Private health plans as well as Medicare and Medicaid have used risk adjustment for years to evaluate the health outcomes and costs for treating their enrollees. Risk adjustment is an equalizer. It is designed to ensure that health care providers and health plans are compensated according to the risk of their patient populations. It also helps ensure that health plans do not try to enroll only the healthy patients and avoid the sicker patients. With risk adjustment, a health plan with sicker patients receives higher capitation or premium payments than a health plan with healthier patients.
The key to accurate risk adjustment is capturing complete demographic and diagnosis information for each patient. If information is missing, risk scores are underestimated, and money is ‘left on the table’. Therefore, billing and coding by physician practices plays a key role in risk adjustment; health plans are aware of this, and many of them use risk scores to compensate physicians in pay-for-performance programs.
Although there are many risk adjustment methodologies, in general they assess a person’s risk based on demographic information, such as age and gender, as well as diagnoses from health care claims. Regression analysis of these data yields a risk score for each enrollee. A score of 1.0 generally means that the person has an average expected cost, while lower scores mean lower than average expected cost, and higher scores mean higher than average expected cost.
So, how do you help physicians to succeed in risk-adjusted programs?
Health plans can assist physician practices by providing support in the form of written education, technology, and tools. However, each practice is different, and on-site consultants or coaches can help practices build processes and improve work flows to capture the necessary data for risk adjustment – in ways that work best for their practice. A small up-front investment in these resources can yield increased revenue for health plans as well as physician practices – a win-win.

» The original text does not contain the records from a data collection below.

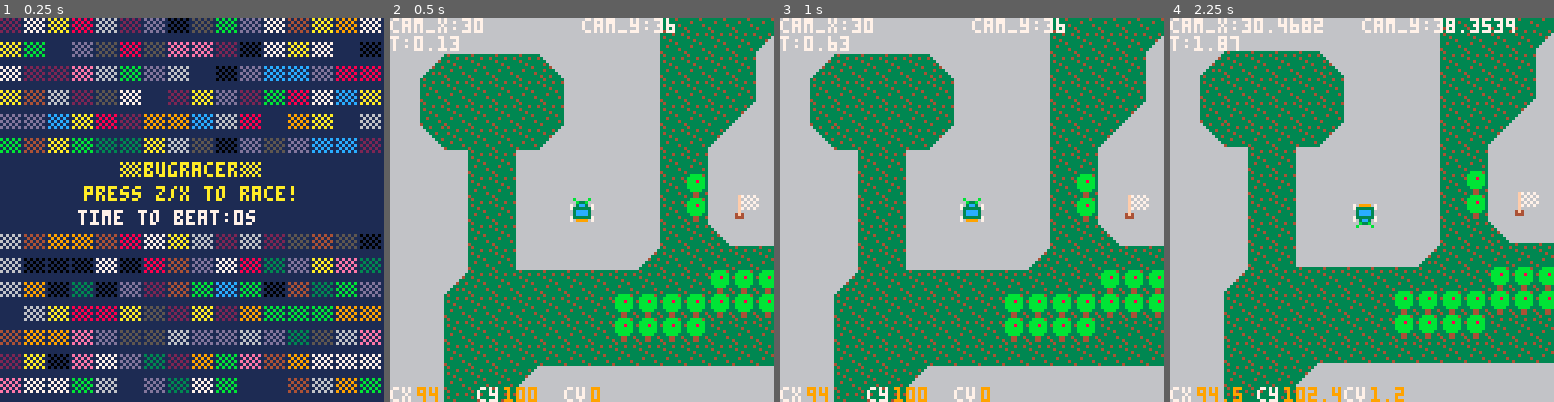
Above: before the commit, frames 1-4 (left to right).
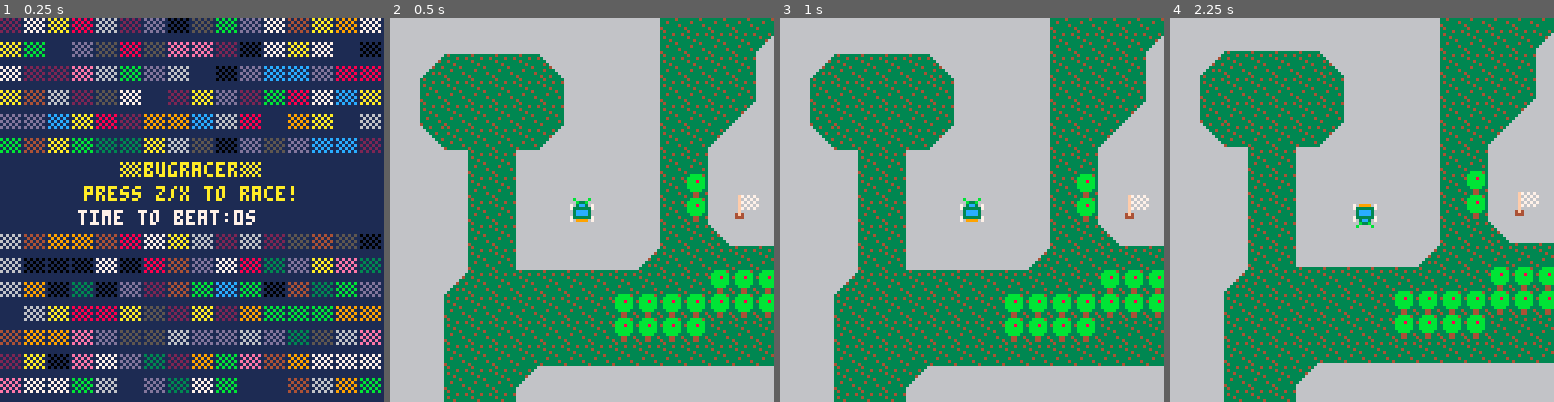
Above: after the commit, the same moments.

Repository: michaelchadwick/game-off-2016
Game: PICO-8 cartridge bugracer.p8
Same seed, same stepped clock (60 frames per second), same inputs: the game is played once before the commit and once after it.
Inputs:
- Up to frame 1 (0.25 s): no input
- Up to frame 2 (0.5 s): tap X (X key) at 0.33 s
- Up to frame 3 (1 s): tap O (Z key) at 0.7 s
- Up to frame 4 (2.25 s): tap X (X key) at 1.07, 1.85 s; hold Right 1.6-2.1 s; tap O (Z key) at 1.7, 2.1 s; hold Up from 2.15 s (still down)

Frame 1 is identical in both runs. In frame 2, 1.8% of the frame differs, in the area x 0-75%, y 0-100%; in frame 3, 1.8%; in frame 4, 2.5%, in the area x 0-90%, y 0-100%.

Commit message:
new name; turned on music

Diff:
--- a/bugracing.p8
+++ b/bugracer.p8
@@ -140,7 +140,7 @@
  cls()
  t=0
  game_state=state_play
- music(-1)
+ music(0)
  cam_x=0
  cam_y=0
 
@@ -240,7 +240,7 @@
   end
   spr(flag.sp,flag.x,flag.y)
   camera(cam_x,cam_y)
-  show_stats(cars[1])
+  --show_stats(cars[1])
  elseif game_state==state_dead then
   game_over()
  end
Not shown, changed: the sound effects (__sfx__) section of bugracer.p8
Not shown, added: bugracer.html

Key Elements to Physician Success in Risk-Adjusted Programs
Physician success in risk-adjusted programs depends on accurate diagnosis coding and effective billing practices. This requires effective workflow, including:
- Close charts promptly and regularly train billing and coding staff. Poorly trained or overworked staff are much more likely to close charts late or make coding mistakes. For a provider, an unsubmitted claim is two missed opportunities: first, the lost revenue for the procedure; second, the unreported diagnosis codes that could have accurately increased the patient’s risk score.
- Code all diagnoses that affect medical decision-making during the encounter. Providers must ensure that the patient’s chart supports diagnoses on claims. Clear and thorough physician notes are important; if they describe Monitoring, Evaluating, Assessing and Treating (MEAT) each diagnosis, it facilitates complete and accurate coding, and it also protects the provider in the event of a chart audit.
- Code specifically and accurately. Codes with ’unspecified’ in the description may not contribute to the patient’s risk score. Codes for a specific condition are more likely to increase to the risk score, particularly if they describe a complication or a more severe disease state.
If health plans empower and incentivize physicians to capture patient information properly by providing education and improving workflows within practices, risk scoring can be improved. This can yield increased revenue for health plans as well as physician practices.